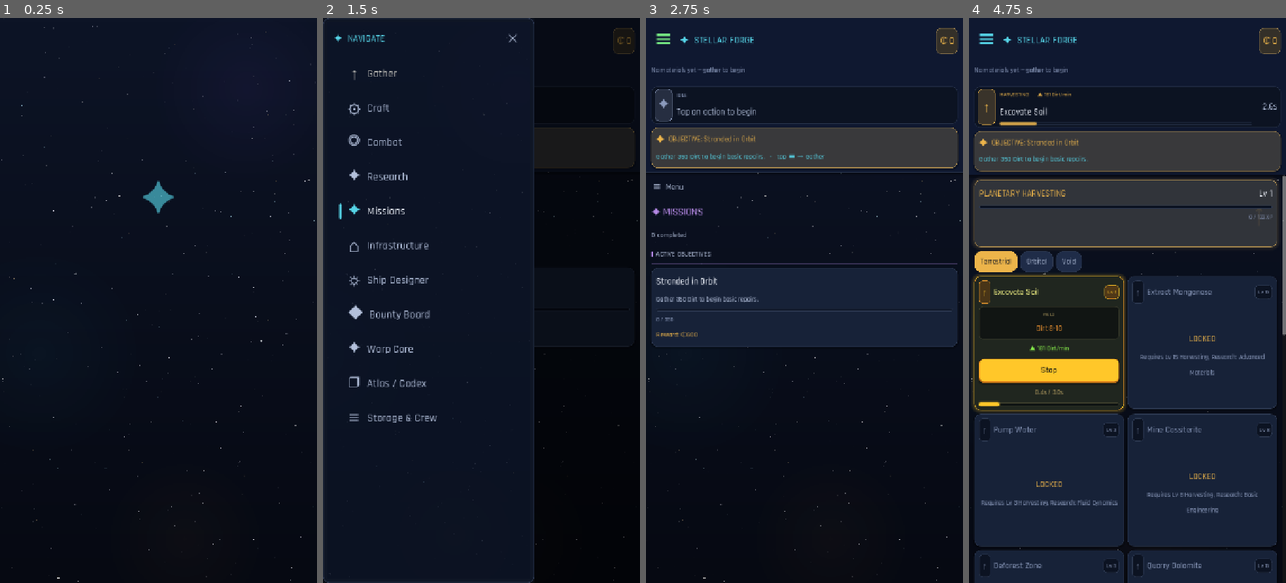
Above: before the commit, frames 1-4 (left to right).
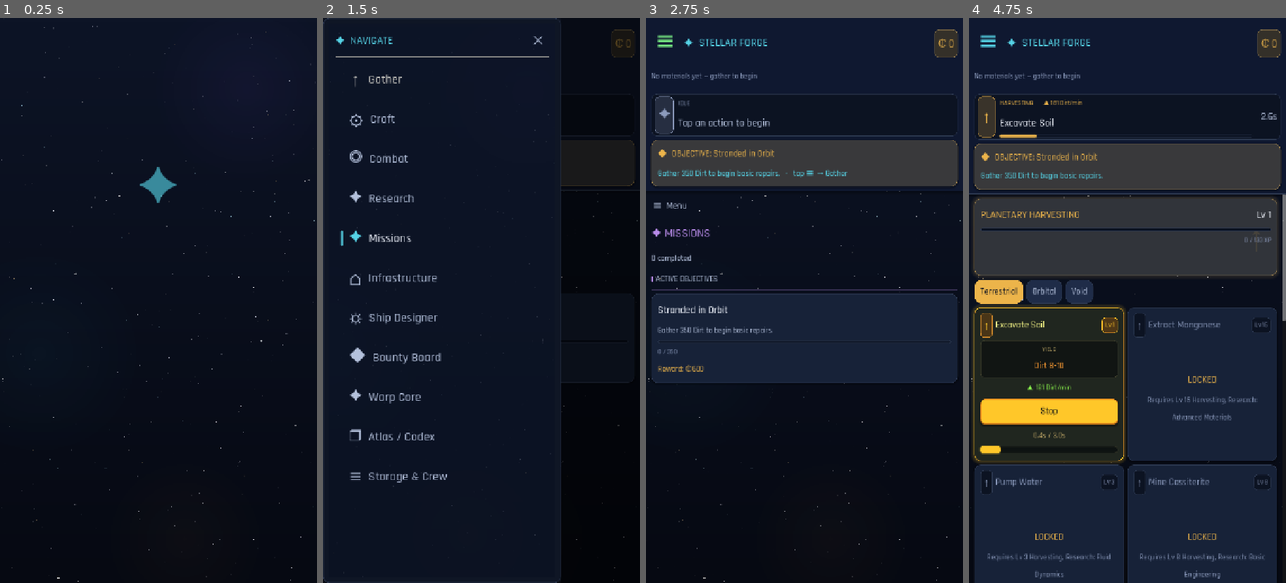
Above: after the commit, the same moments.

Repository: trakyalilter/TestMobileGame
Game: Godot game, scene res://scenes/main.tscn
Two runs of this game, one before a commit and one after it. Both use one fixed random seed, a clock stepped at 60 frames per second and the inputs below.
Inputs (mouse positions are in pixels of both pictures, inside the frame that each line leads up to):
- Up to frame 1 (0.25 s): no input
- Up to frame 2 (1.5 s): click "☰" at 0.5 s; click "☰" at 1.25 s
- Up to frame 3 (2.75 s): click "✕" at 2 s
- Up to frame 4 (4.75 s): click "☰" at 2.75 s; click (1073, 74) at 3.52 s; click "Start" at 4.25 s

The runs differ from the first frame. In frame 1, 0.4% of the frame differs, in the area x 23-98%, y 26-62%; in frame 2, 6.6%; in frame 3, 19%; in frame 4, 28%, in the area x 0-100%, y 1-100%.

Commit message:
Big mobile-game type: scale 1.65 + 14px floor, larger cards everywhere
Matching mainstream mobile-game typography (per reference shots): players
should never strain to read.
- FONT_SCALE 1.45 -> 1.65 and _fs() gains a 14px floor so no squint-print
  survives anywhere (was the smallest text ~12px).
- Page titles up a tier (16->20 base, ~33px) and card titles 13->15 base.
- Containers grown to fit: gather cards 348, craft 364, research nodes 200x104
  (with split axis scales SX 1.55 / SY 2.25 so the tightest 50px rows never
  overlap), storage tiles 122, drawer rows 86 + width 540, sub-tabs 54/46,
  buttons 54, card padding 14/12, progress wrap 16 (READY fits).

https://claude.ai/code/session_01GUAm67mj5mAEoyJTAWupry

Diff:
--- a/scripts/ui/main.gd
+++ b/scripts/ui/main.gd
@@ -56,13 +56,14 @@
 	{"id": "atlas",    "label": "Atlas / Codex",  "icon": "❒"},
 	{"id": "stats",    "label": "Storage & Crew", "icon": "≡"},
 ]
-const DRAWER_W := 480.0
+const DRAWER_W := 540.0
 
 # Global text scale — bumps every font size for phone readability without
 # touching individual call sites. Tune this one number to rescale the whole UI.
-const FONT_SCALE := 1.45
+const FONT_SCALE := 1.65
 func _fs(n: int) -> int:
-	return int(round(n * FONT_SCALE))
+	# Floor keeps ALL text readable — no squint-print anywhere (mobile-game type).
+	return maxi(int(round(n * FONT_SCALE)), 14)
 
 var content: Control
 var pages := {}
@@ -508,7 +509,7 @@
 	ham.text = "☰"
 	ham.flat = true
 	ham.focus_mode = Control.FOCUS_NONE
-	ham.custom_minimum_size = Vector2(56, 50)
+	ham.custom_minimum_size = Vector2(64, 58)
 	ham.add_theme_font_size_override("font_size", _fs(28))
 	ham.add_theme_color_override("font_color", Color.html(CYAN))
 	ham.add_theme_color_override("font_color_hover", Color.html(CYAN))
@@ -554,7 +555,7 @@
 	var scroll := ScrollContainer.new()
 	scroll.horizontal_scroll_mode = ScrollContainer.SCROLL_MODE_AUTO
 	scroll.vertical_scroll_mode = ScrollContainer.SCROLL_MODE_DISABLED
-	scroll.custom_minimum_size = Vector2(0, 44)
+	scroll.custom_minimum_size = Vector2(0, 50)
 	topv.add_child(scroll)
 	res_bar = HBoxContainer.new()
 	res_bar.add_theme_constant_override("separation", 6)
@@ -686,7 +687,7 @@
 	btn.flat = true
 	btn.focus_mode = Control.FOCUS_NONE
 	btn.size_flags_horizontal = Control.SIZE_EXPAND_FILL
-	btn.custom_minimum_size = Vector2(0, 74)
+	btn.custom_minimum_size = Vector2(0, 86)
 	var hb := HBoxContainer.new()
 	hb.set_anchors_and_offsets_preset(Control.PRESET_FULL_RECT)
 	hb.add_theme_constant_override("separation", 14)
@@ -924,7 +925,7 @@
 func _gather_card(id: String, a: Dictionary) -> Control:
 	var unlocked := GameState.meets_requirements(a, "harvesting")
 	var active := (GameState.active_type == "gather" and GameState.active_id == id)
-	var v := _card(GOLD, unlocked or active, 300)
+	var v := _card(GOLD, unlocked or active, 348)
 	v.get_parent().set_meta("coach_id", id)
 	_card_head(v, "↑", a["name"], "Lv %d" % int(a.get("level_req", 1)), GOLD, unlocked)
 	if unlocked:
@@ -959,7 +960,7 @@
 	var unlocked := GameState.meets_requirements(r, "fabrication")
 	var active := (GameState.active_type == "craft" and GameState.active_id == id)
 	var affordable := GameState.can_afford(r.get("inputs", {}))
-	var v := _card(CYAN, unlocked or active, 312)
+	var v := _card(CYAN, unlocked or active, 364)
 	v.get_parent().set_meta("coach_id", id)
 	_card_head(v, "⚙", r["name"], "Lv %d" % int(r.get("level_req", 1)), CYAN, unlocked)
 	if unlocked:
@@ -2039,9 +2040,12 @@
 # ============================================================ RESEARCH
 # Faithful port of the desktop research_page graph: per-discipline tabs, each a
 # 2D canvas of positioned nodes with parent→child branch lines drawn between them.
-const RES_NODE_W := 174.0
-const RES_NODE_H := 88.0
-const RES_POS_SCALE := 1.42
+const RES_NODE_W := 200.0
+const RES_NODE_H := 104.0
+# Independent axis scales: y is stretched further so the taller big-type nodes
+# never overlap (tightest original row gap is 50px).
+const RES_SX := 1.55
+const RES_SY := 2.25
 const RES_PAD := 12.0
 
 func _build_research() -> void:
@@ -2089,8 +2093,8 @@
 		maxy = maxf(maxy, p.y)
 	# Node names are capped to 2 lines (below), so RES_NODE_H bounds every node;
 	# extra slack guarantees edge nodes pan fully into view.
-	var cw: float = maxx * RES_POS_SCALE + RES_NODE_W + RES_PAD * 4.0
-	var ch: float = maxy * RES_POS_SCALE + RES_NODE_H + RES_PAD * 4.0
+	var cw: float = maxx * RES_SX + RES_NODE_W + RES_PAD * 4.0
+	var ch: float = maxy * RES_SY + RES_NODE_H + RES_PAD * 4.0
 
 	# One both-axis scroller pans the wide/tall tree in 2D (desktop parity). The
 	# page's own vertical scroll is disabled for this page so the two scrollers
@@ -2116,7 +2120,8 @@
 		if not GameData.RESEARCH.has(nid):
 			continue
 		var node := _research_node(nid)
-		node.position = (pos[nid] as Vector2) * RES_POS_SCALE + Vector2(RES_PAD, RES_PAD)
+		var np: Vector2 = pos[nid]
+		node.position = Vector2(np.x * RES_SX + RES_PAD, np.y * RES_SY + RES_PAD)
 		node.size = Vector2(RES_NODE_W, RES_NODE_H)
 		canvas.add_child(node)
 	hs.add_child(canvas)
@@ -2130,8 +2135,10 @@
 		# Cross-tab parents (not in this layout) are treated as roots — no line.
 		if par == "" or not pos.has(par) or not pos.has(nid):
 			continue
-		var p1: Vector2 = (pos[par] as Vector2) * RES_POS_SCALE + Vector2(RES_PAD + RES_NODE_W, RES_PAD + RES_NODE_H * 0.5)
-		var p2: Vector2 = (pos[nid] as Vector2) * RES_POS_SCALE + Vector2(RES_PAD, RES_PAD + RES_NODE_H * 0.5)
+		var pp: Vector2 = pos[par]
+		var pn: Vector2 = pos[nid]
+		var p1 := Vector2(pp.x * RES_SX + RES_PAD + RES_NODE_W, pp.y * RES_SY + RES_PAD + RES_NODE_H * 0.5)
+		var p2 := Vector2(pn.x * RES_SX + RES_PAD, pn.y * RES_SY + RES_PAD + RES_NODE_H * 0.5)
 		var col := Color.html(GREEN) if GameState.is_research_unlocked(nid) else Color(0.42, 0.46, 0.62, 0.7)
 		# Elbow connector (horizontal out of parent, vertical, into child) reads
 		# cleaner on dense trees than a single diagonal.
@@ -2521,7 +2528,7 @@
 	var rcol := _hex(GameData.color_for(sym))
 	var val: int = maxi(1, GameData.value_of(sym))
 	var panel := PanelContainer.new()
-	panel.custom_minimum_size = Vector2(0, 104)
+	panel.custom_minimum_size = Vector2(0, 122)
 	panel.size_flags_horizontal = Control.SIZE_EXPAND_FILL
 	panel.add_theme_stylebox_override("panel", _bordered(_mix(rcol, SURFACE, 0.9), rcol, 1, 8))
 	panel.tooltip_text = "%s — tap to sell all for ₡%s" % [GameData.res_name(sym), GameData.fmt(amt * val)]
@@ -2563,7 +2570,7 @@
 
 func _storage_slot_empty() -> Control:
 	var panel := PanelContainer.new()
-	panel.custom_minimum_size = Vector2(0, 104)
+	panel.custom_minimum_size = Vector2(0, 122)
 	panel.size_flags_horizontal = Control.SIZE_EXPAND_FILL
 	panel.add_theme_stylebox_override("panel", _bordered(INSET, LINE, 1, 8))
 	var cc := CenterContainer.new()
@@ -2637,7 +2644,7 @@
 func _subtabs(v: VBoxContainer, items: Array, current_id: String, accent: String, on_select: Callable) -> void:
 	var sc := ScrollContainer.new()
 	sc.vertical_scroll_mode = ScrollContainer.SCROLL_MODE_DISABLED
-	sc.custom_minimum_size = Vector2(0, 44)
+	sc.custom_minimum_size = Vector2(0, 54)
 	sc.size_flags_horizontal = Control.SIZE_EXPAND_FILL
 	var hb := HBoxContainer.new()
 	hb.add_theme_constant_override("separation", 7)
@@ -2650,7 +2657,7 @@
 		# PASS so a horizontal drag over a tab reaches the strip's ScrollContainer
 		# (which then scrolls and cancels the tap); a clean tap still selects.
 		b.mouse_filter = Control.MOUSE_FILTER_PASS
-		b.custom_minimum_size = Vector2(0, 38)
+		b.custom_minimum_size = Vector2(0, 46)
 		b.add_theme_font_size_override("font_size", _fs(12))
 		var fill := accent if on else SURFACE_HI
 		var txt := _ideal_text(accent) if on else C_DIM
@@ -2772,7 +2779,7 @@
 func _card_button(text: String, accent: String, enabled: bool) -> Button:
 	var b := Button.new()
 	b.text = text
-	b.custom_minimum_size = Vector2(0, 44)
+	b.custom_minimum_size = Vector2(0, 54)
 	b.focus_mode = Control.FOCUS_NONE
 	b.disabled = not enabled
 	# Chunky game CTA: darker bottom edge fakes a 3D bevel; pressing flattens the
@@ -2801,7 +2808,7 @@
 
 func _progress(v: VBoxContainer, active: bool, accent: String) -> void:
 	var wrap := Control.new()
-	wrap.custom_minimum_size = Vector2(0, 8)
+	wrap.custom_minimum_size = Vector2(0, 16)
 	var bar := ProgressBar.new()
 	bar.set_anchors_and_offsets_preset(Control.PRESET_FULL_RECT)
 	bar.show_percentage = false
@@ -3144,10 +3151,10 @@
 # ---- Design helpers ----
 func _card_style(bg: String, border: String, width := 1, elevated := false) -> StyleBoxFlat:
 	var s := _bordered(bg, border, width, 14)
-	s.content_margin_left = 11
-	s.content_margin_right = 11
-	s.content_margin_top = 10
-	s.content_margin_bottom = 10
+	s.content_margin_left = 14
+	s.content_margin_right = 14
+	s.content_margin_top = 12
+	s.content_margin_bottom = 12
 	if elevated:
 		# Neon glow in the card's own accent — active/unlocked content radiates.
 		var glow := Color.html(border)

————————

- _Action item_
Where a line above contains the string "craft", copy that line.

- _Solution to the exercise_
- Containers grown to fit: gather cards 348, craft 364, research nodes 200x104
 	var active := (GameState.active_type == "craft" and GameState.active_id == id)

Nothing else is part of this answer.